> TASK PROMPT
Could you print all the entries below exactly as they appear, omitting the pictures?

> SUPPLIED DATA
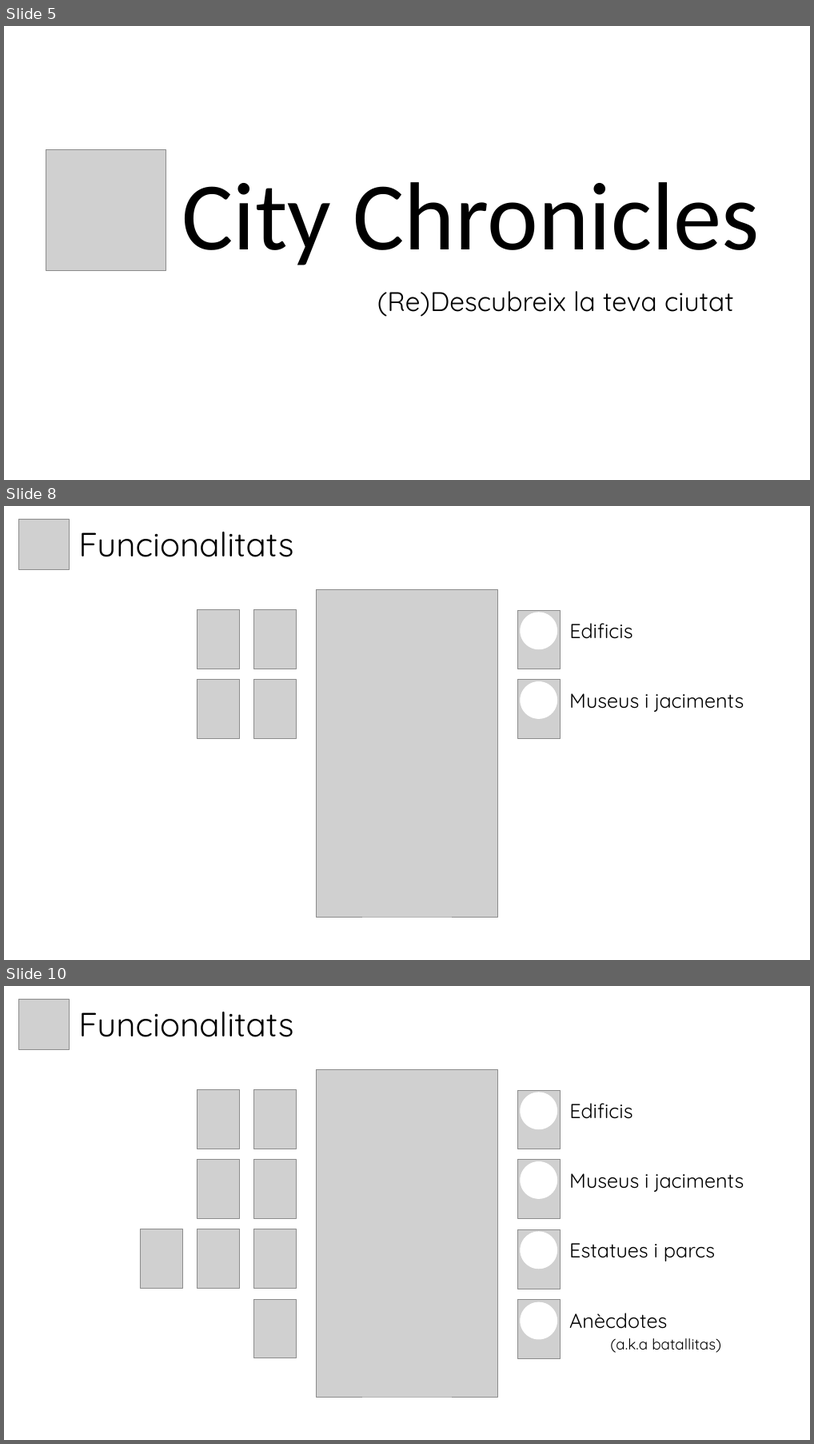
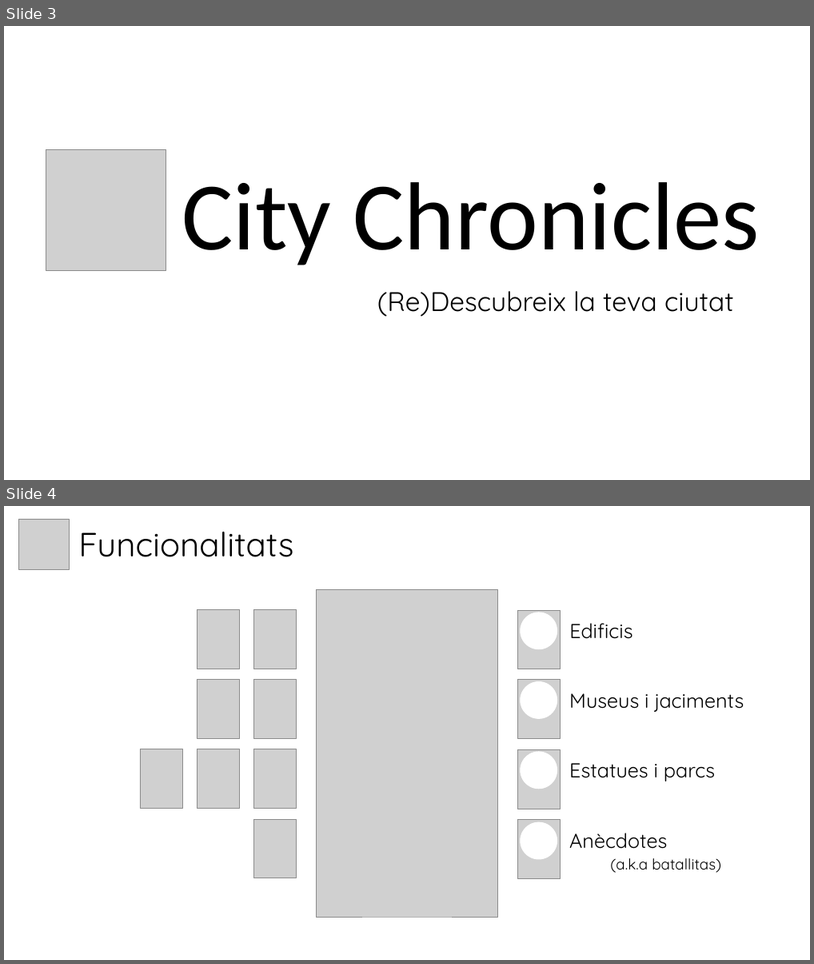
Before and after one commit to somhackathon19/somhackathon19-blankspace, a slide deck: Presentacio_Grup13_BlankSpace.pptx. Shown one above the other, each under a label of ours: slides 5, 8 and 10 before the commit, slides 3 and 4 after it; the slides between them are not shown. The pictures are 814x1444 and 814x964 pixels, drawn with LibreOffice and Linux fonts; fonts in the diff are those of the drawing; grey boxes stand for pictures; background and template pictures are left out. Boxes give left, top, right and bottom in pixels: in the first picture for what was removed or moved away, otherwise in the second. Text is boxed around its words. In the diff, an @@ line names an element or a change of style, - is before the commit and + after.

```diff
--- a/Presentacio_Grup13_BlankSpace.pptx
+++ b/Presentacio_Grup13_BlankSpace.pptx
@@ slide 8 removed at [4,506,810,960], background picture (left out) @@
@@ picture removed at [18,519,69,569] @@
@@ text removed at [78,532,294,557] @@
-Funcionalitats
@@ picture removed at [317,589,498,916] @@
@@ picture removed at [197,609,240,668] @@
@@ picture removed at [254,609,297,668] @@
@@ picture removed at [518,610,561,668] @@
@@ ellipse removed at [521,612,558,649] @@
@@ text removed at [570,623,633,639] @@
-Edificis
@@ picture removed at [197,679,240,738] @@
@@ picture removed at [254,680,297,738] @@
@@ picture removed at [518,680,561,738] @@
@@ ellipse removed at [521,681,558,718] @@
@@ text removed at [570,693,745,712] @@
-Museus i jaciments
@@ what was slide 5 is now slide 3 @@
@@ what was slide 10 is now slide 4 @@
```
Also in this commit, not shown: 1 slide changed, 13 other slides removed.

> EXERCISE RESPONSE
Before and after one commit to somhackathon19/somhackathon19-blankspace, a slide deck: Presentacio_Grup13_BlankSpace.pptx. Shown one above the other, each under a label of ours: slides 5, 8 and 10 before the commit, slides 3 and 4 after it; the slides between them are not shown. The pictures are 814x1444 and 814x964 pixels, drawn with LibreOffice and Linux fonts; fonts in the diff are those of the drawing; grey boxes stand for pictures; background and template pictures are left out. Boxes give left, top, right and bottom in pixels: in the first picture for what was removed or moved away, otherwise in the second. Text is boxed around its words. In the diff, an @@ line names an element or a change of style, - is before the commit and + after.

```diff
--- a/Presentacio_Grup13_BlankSpace.pptx
+++ b/Presentacio_Grup13_BlankSpace.pptx
@@ slide 8 removed at [4,506,810,960], background picture (left out) @@
@@ picture removed at [18,519,69,569] @@
@@ text removed at [78,532,294,557] @@
-Funcionalitats
@@ picture removed at [317,589,498,916] @@
@@ picture removed at [197,609,240,668] @@
@@ picture removed at [254,609,297,668] @@
@@ picture removed at [518,610,561,668] @@
@@ ellipse removed at [521,612,558,649] @@
@@ text removed at [570,623,633,639] @@
-Edificis
@@ picture removed at [197,679,240,738] @@
@@ picture removed at [254,680,297,738] @@
@@ picture removed at [518,680,561,738] @@
@@ ellipse removed at [521,681,558,718] @@
@@ text removed at [570,693,745,712] @@
-Museus i jaciments
@@ what was slide 5 is now slide 3 @@
@@ what was slide 10 is now slide 4 @@
```
Also in this commit, not shown: 1 slide changed, 13 other slides removed.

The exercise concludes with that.